◆ Exercise directions ◆
The result should be every line in the material below containing the string "combinations".

◆ Data to process ◆
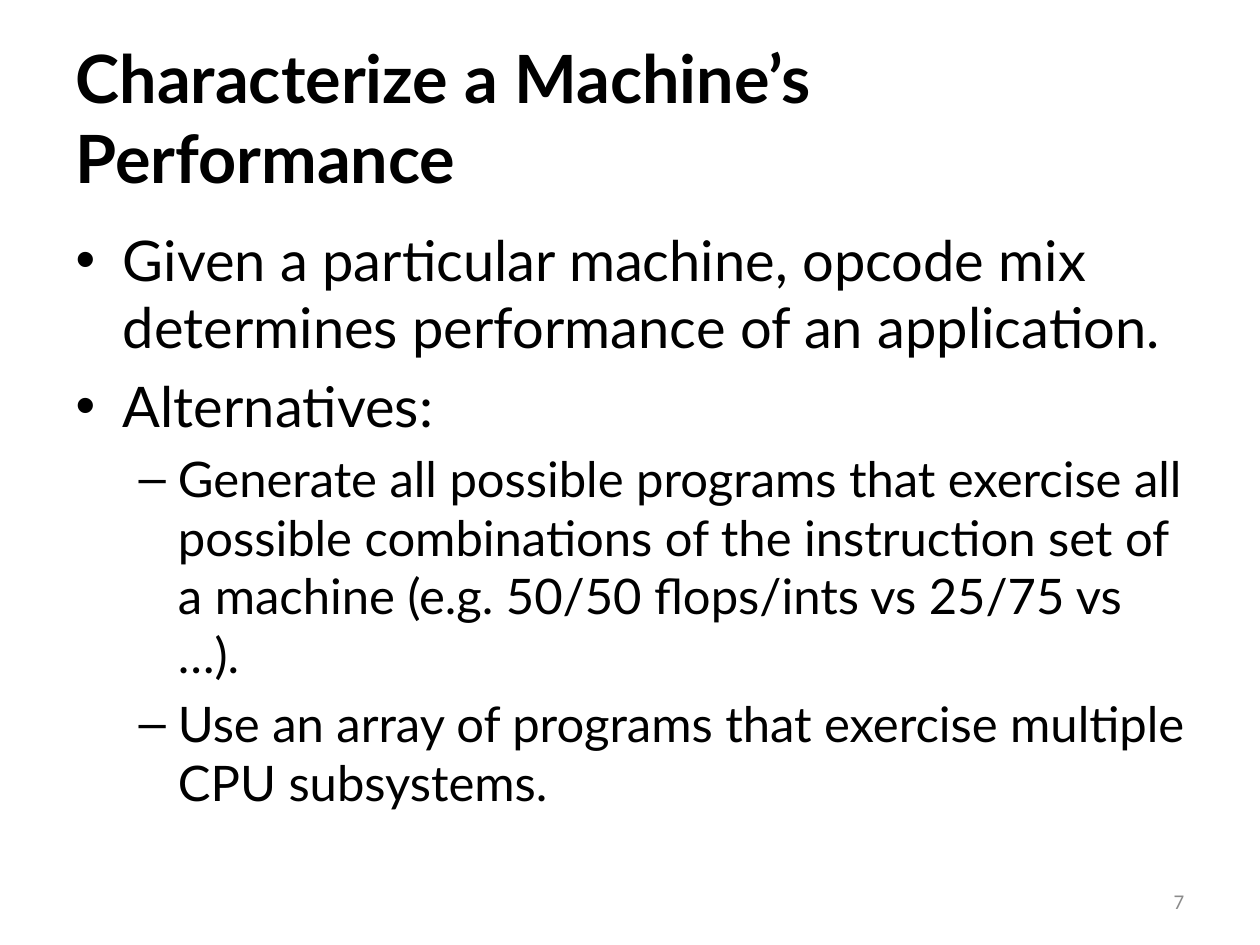
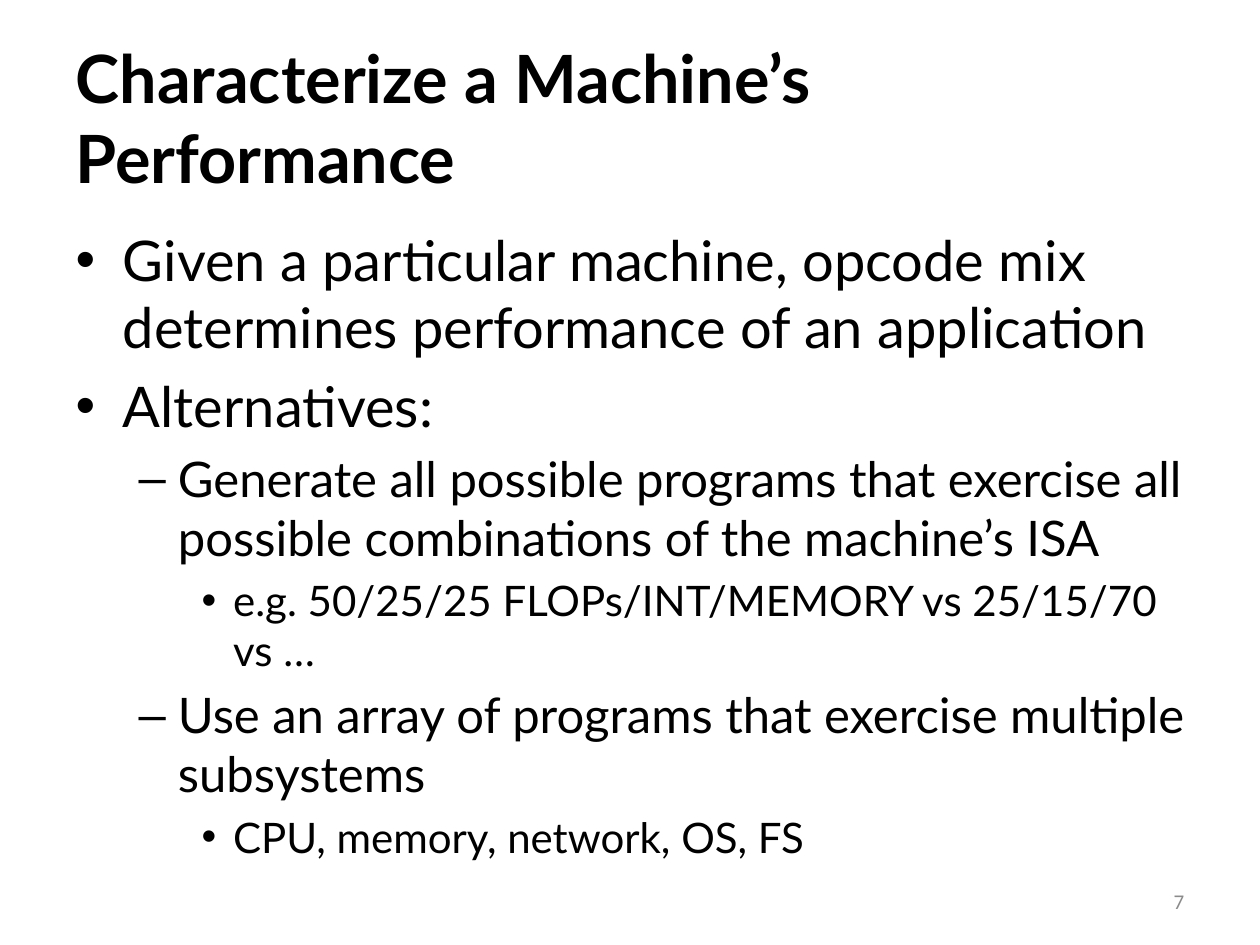
Before and after one commit to ivotron/varsys16, a slide deck: slide 7 of slides.pptx. Drawn at 1260x945 pixels with LibreOffice and Linux fonts; fonts in the diff are those of the drawing. Boxes give left, top, right and bottom in pixels: in the first picture for what was removed or moved away, otherwise in the second. Text is boxed around its words. In the diff, an @@ line names an element or a change of style, - is before the commit and + after.

```diff
--- a/slides.pptx
+++ b/slides.pptx
@@ text at [123, 239, 1147, 358]: text changed @@
-• Given a particular machine, opcode mix determines performance of an application.
+• Given a particular machine, opcode mix determines performance of an application
@@ text at [178, 461, 1184, 861]: text changed @@
-  – Generate all possible programs that exercise all possible combinations of the instruction set of a machine (e.g. 50/50 flops/ints vs 25/75 vs …).
-  – Use an array of programs that exercise multiple CPU subsystems.
+  – Generate all possible programs that exercise all possible combinations of the machine’s ISA
+    • e.g. 50/25/25 FLOPs/INT/MEMORY vs 25/15/70 vs …
+  – Use an array of programs that exercise multiple subsystems
+    • CPU, memory, network, OS, FS
```
Also in this commit, not shown: 18 other slides changed, 3 slides added, 3 slides removed.

◆ Task output ◆
-  – Generate all possible programs that exercise all possible combinations of the instruction set of a machine (e.g. 50/50 flops/ints vs 25/75 vs …).
+  – Generate all possible programs that exercise all possible combinations of the machine’s ISA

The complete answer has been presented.